-- Supplied data follows --

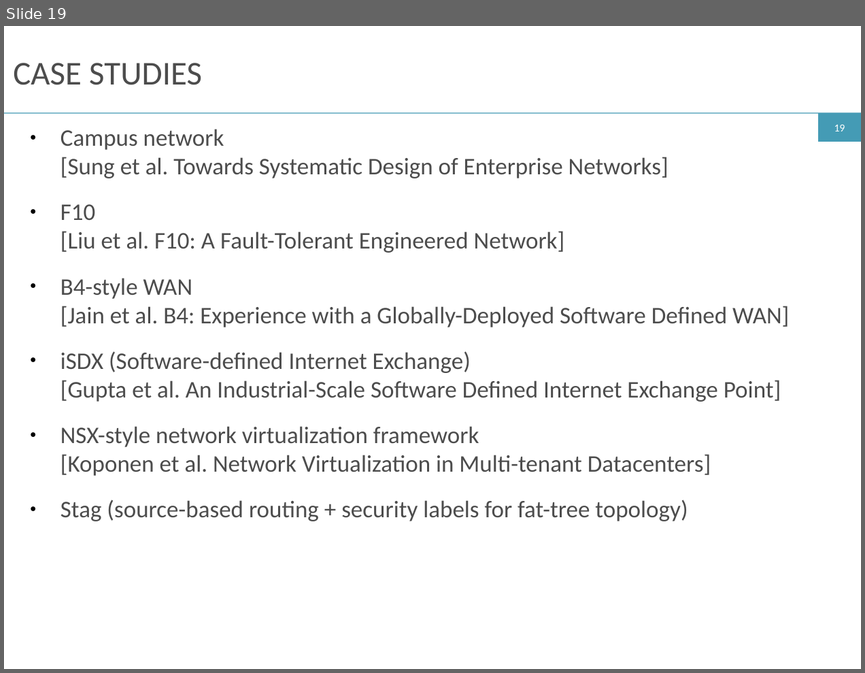
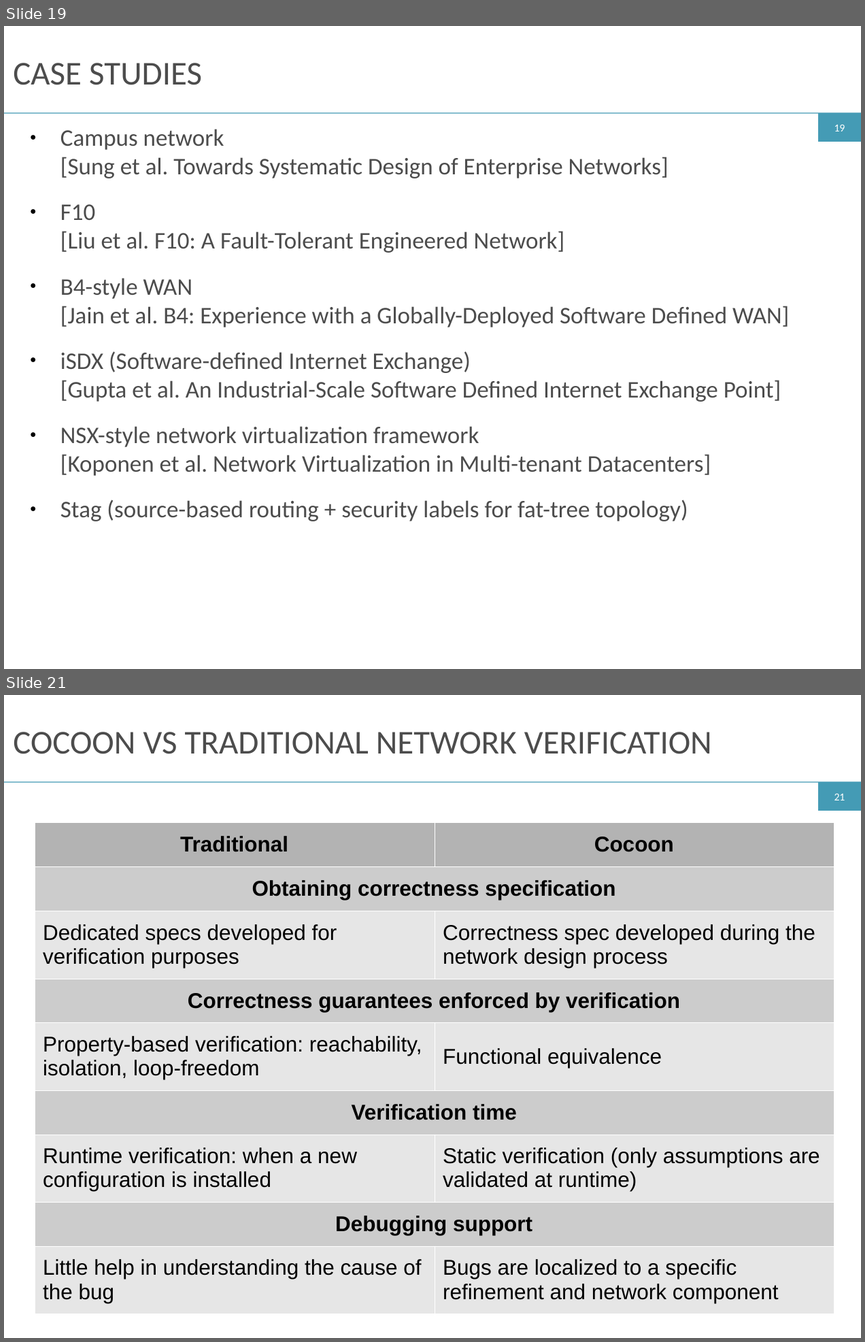
Before and after one commit to ryzhyk/cocoon, a slide deck: doc/netpl16/talk/cocoon.odp. Shown one above the other, each under a label of ours: slide 19 before the commit, slides 19 and 21 after it; the slides between them are not shown. The pictures are 865x673 and 865x1342 pixels, drawn with LibreOffice and Linux fonts; fonts in the diff are those of the drawing. Boxes give left, top, right and bottom in pixels: in the first picture for what was removed or moved away, otherwise in the second. Text is boxed around its words. In the diff, an @@ line names an element or a change of style, - is before the commit and + after.

Commit message:
NetPL slides: wip

```diff
--- a/doc/netpl16/talk/cocoon.odp
+++ b/doc/netpl16/talk/cocoon.odp
@@ slide 21 added at (4, 695, 861, 1338), background #FFFFFF; not listed: 3 template elements that a slide beside it also shows @@
@@ title added at (13, 732, 712, 754), 28 pt, text #4C4C4C @@
+COCOON VS TRADITIONAL NETWORK VERIFICATION
@@ table added at (34, 821, 834, 1312), 9 rows, 2 columns @@
+Traditional | Cocoon
+Obtaining correctness specification | 
+Dedicated specs developed for verification purposes | Correctness spec developed during the network design process
+Correctness guarantees enforced by verification | 
+Property-based verification: reachability, isolation, loop-freedom | Functional equivalence
+Verification time | 
+Runtime verification: when a new configuration is installed | Static verification (only assumptions are validated at runtime)
+Debugging support | 
+Little help in understanding the cause of the bug | Bugs are localized to a specific refinement and network component
```
Also in this commit, not shown: 1 slide changed, 1 other slide added, 2 slides removed.

-- Supplied data concluded --

- [Work instruction] For every line of the data above that contains "added", copy that line.

- [Solution to the problem]
@@ slide 21 added at (4, 695, 861, 1338), background #FFFFFF; not listed: 3 template elements that a slide beside it also shows @@
@@ title added at (13, 732, 712, 754), 28 pt, text #4C4C4C @@
@@ table added at (34, 821, 834, 1312), 9 rows, 2 columns @@
Also in this commit, not shown: 1 slide changed, 1 other slide added, 2 slides removed.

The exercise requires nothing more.